## PROMPT
The answer is to be an exact copy of the lines below running from the line with "barrel_end_radius = 5.4" down to the line with "for side in", both ends included, and nothing more.

Entries taken from a collection
—————
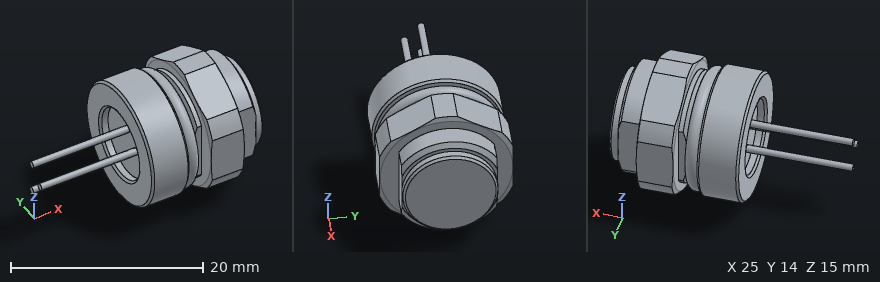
import cadquery as cq
import math


flange_diameter = 14.0
flange_length = 4.5
edge_chamfer = 0.25

seal_section = 1.5
seal_outer_diameter = 13.35
seal_x = flange_length + seal_section / 2
seal_end = flange_length + seal_section
seal_mid_radius = (seal_outer_diameter - seal_section) / 2
neck_radius = seal_mid_radius - seal_section / 2

barrel_radius = 12.0 / 2
barrel_flat_width = 10.0
barrel_end = 13.5
barrel_end_radius = 5.4
chamfer_slope = math.tan(math.radians(30))
tip_radius = 10.0 / 2
tip_end = 14.5
barrel_full_start = seal_end + (barrel_radius - neck_radius) * chamfer_slope
barrel_full_end = barrel_end - (barrel_radius - barrel_end_radius) * chamfer_slope

nut_across_flats = 14.0
nut_corner_radius = 15.0 / 2
nut_face_radius = 6.95
nut_chamfer_length = 0.15
nut_start = 7.0
nut_length = 4.0
nut_end = nut_start + nut_length

recess_diameter = 8.1
recess_depth = 1.0
pin_diameter = 0.8
pin_overhang = 10.5
pin_circle_radius = 1.75
pin_angles = (90, 180, 270)


def make_body():
    """Flange, sealing ring, neck, barrel and tip as one turned profile."""
    flange_radius = flange_diameter / 2
    return (
        cq.Workplane("XY")
        .moveTo(0, 0)
        .lineTo(0, flange_radius - edge_chamfer)
        .lineTo(edge_chamfer, flange_radius)
        .lineTo(flange_length - edge_chamfer, flange_radius)
        .lineTo(flange_length, flange_radius - edge_chamfer)
        .lineTo(flange_length, seal_mid_radius)
        .threePointArc((seal_x, seal_outer_diameter / 2), (seal_end, seal_mid_radius))
        .radiusArc((seal_x, neck_radius), seal_section / 2)
        .lineTo(seal_end, neck_radius)
        .lineTo(barrel_full_start, barrel_radius)
        .lineTo(barrel_full_end, barrel_radius)
        .lineTo(barrel_end, barrel_end_radius)
        .lineTo(barrel_end, tip_radius)
        .lineTo(tip_end - edge_chamfer, tip_radius)
        .lineTo(tip_end, tip_radius - edge_chamfer)
        .lineTo(tip_end, 0)
        .close()
        .revolve(360, (0, 0, 0), (1, 0, 0))
    )


def cut_barrel_flats(body):
    """Cut the barrel to two parallel flats facing -Y and +Y."""
    length = barrel_end - seal_end
    depth = barrel_radius - barrel_flat_width / 2
    offset = (barrel_flat_width + depth) / 2
    for side in (-1, 1):
        cutter = cq.Workplane("XY").box(length, depth, 2 * barrel_radius)
        body = body.cut(cutter.translate((seal_end + length / 2, side * offset, 0)))
    return body


def make_nut():
    """Hexagon with flats facing +/-Y, turned down at its corners."""
    hexagon = (
        cq.Workplane("YZ", origin=(nut_start, 0, 0))
        .polygon(6, nut_across_flats, circumscribed=True)
        .extrude(nut_length)
    )
    turned_blank = (
        cq.Workplane("XY")
        .moveTo(nut_start, 0)
        .lineTo(nut_start, nut_face_radius)
        .lineTo(nut_start + nut_chamfer_length, nut_corner_radius)
        .lineTo(nut_end - nut_chamfer_length, nut_corner_radius)
        .lineTo(nut_end, nut_face_radius)
        .lineTo(nut_end, 0)
        .close()
        .revolve(360, (0, 0, 0), (1, 0, 0))
    )
    return hexagon.intersect(turned_blank)


def cut_recess(body):
    """Blind round recess with a chamfered mouth in the back face."""
    recess_radius = recess_diameter / 2
    recess = (
        cq.Workplane("XY")
        .lineTo(0, recess_radius + edge_chamfer)
        .lineTo(edge_chamfer, recess_radius)
        .lineTo(recess_depth, recess_radius)
        .lineTo(recess_depth, 0)
        .close()
        .revolve(360, (0, 0, 0), (1, 0, 0))
    )
    return body.cut(recess)


def make_pins():
    """Round contact pins from the recess floor out past the back face."""
    places = []
    for angle in pin_angles:
        y = pin_circle_radius * math.cos(math.radians(angle))
        z = pin_circle_radius * math.sin(math.radians(angle))
        places.append((y, z))
    return (
        cq.Workplane("YZ", origin=(-pin_overhang, 0, 0))
        .pushPoints(places)
        .circle(pin_diameter / 2)
        .extrude(pin_overhang + recess_depth)
    )


body = cut_recess(cut_barrel_flats(make_body()))
result = body.union(make_nut()).union(make_pins())
—————
## EXERCISE ANSWER
barrel_end_radius = 5.4
chamfer_slope = math.tan(math.radians(30))
tip_radius = 10.0 / 2
tip_end = 14.5
barrel_full_start = seal_end + (barrel_radius - neck_radius) * chamfer_slope
barrel_full_end = barrel_end - (barrel_radius - barrel_end_radius) * chamfer_slope

nut_across_flats = 14.0
nut_corner_radius = 15.0 / 2
nut_face_radius = 6.95
nut_chamfer_length = 0.15
nut_start = 7.0
nut_length = 4.0
nut_end = nut_start + nut_length

recess_diameter = 8.1
recess_depth = 1.0
pin_diameter = 0.8
pin_overhang = 10.5
pin_circle_radius = 1.75
pin_angles = (90, 180, 270)


def make_body():
    """Flange, sealing ring, neck, barrel and tip as one turned profile."""
    flange_radius = flange_diameter / 2
    return (
        cq.Workplane("XY")
        .moveTo(0, 0)
        .lineTo(0, flange_radius - edge_chamfer)
        .lineTo(edge_chamfer, flange_radius)
        .lineTo(flange_length - edge_chamfer, flange_radius)
        .lineTo(flange_length, flange_radius - edge_chamfer)
        .lineTo(flange_length, seal_mid_radius)
        .threePointArc((seal_x, seal_outer_diameter / 2), (seal_end, seal_mid_radius))
        .radiusArc((seal_x, neck_radius), seal_section / 2)
        .lineTo(seal_end, neck_radius)
        .lineTo(barrel_full_start, barrel_radius)
        .lineTo(barrel_full_end, barrel_radius)
        .lineTo(barrel_end, barrel_end_radius)
        .lineTo(barrel_end, tip_radius)
        .lineTo(tip_end - edge_chamfer, tip_radius)
        .lineTo(tip_end, tip_radius - edge_chamfer)
        .lineTo(tip_end, 0)
        .close()
        .revolve(360, (0, 0, 0), (1, 0, 0))
    )


def cut_barrel_flats(body):
    """Cut the barrel to two parallel flats facing -Y and +Y."""
    length = barrel_end - seal_end
    depth = barrel_radius - barrel_flat_width / 2
    offset = (barrel_flat_width + depth) / 2
    for side in (-1, 1):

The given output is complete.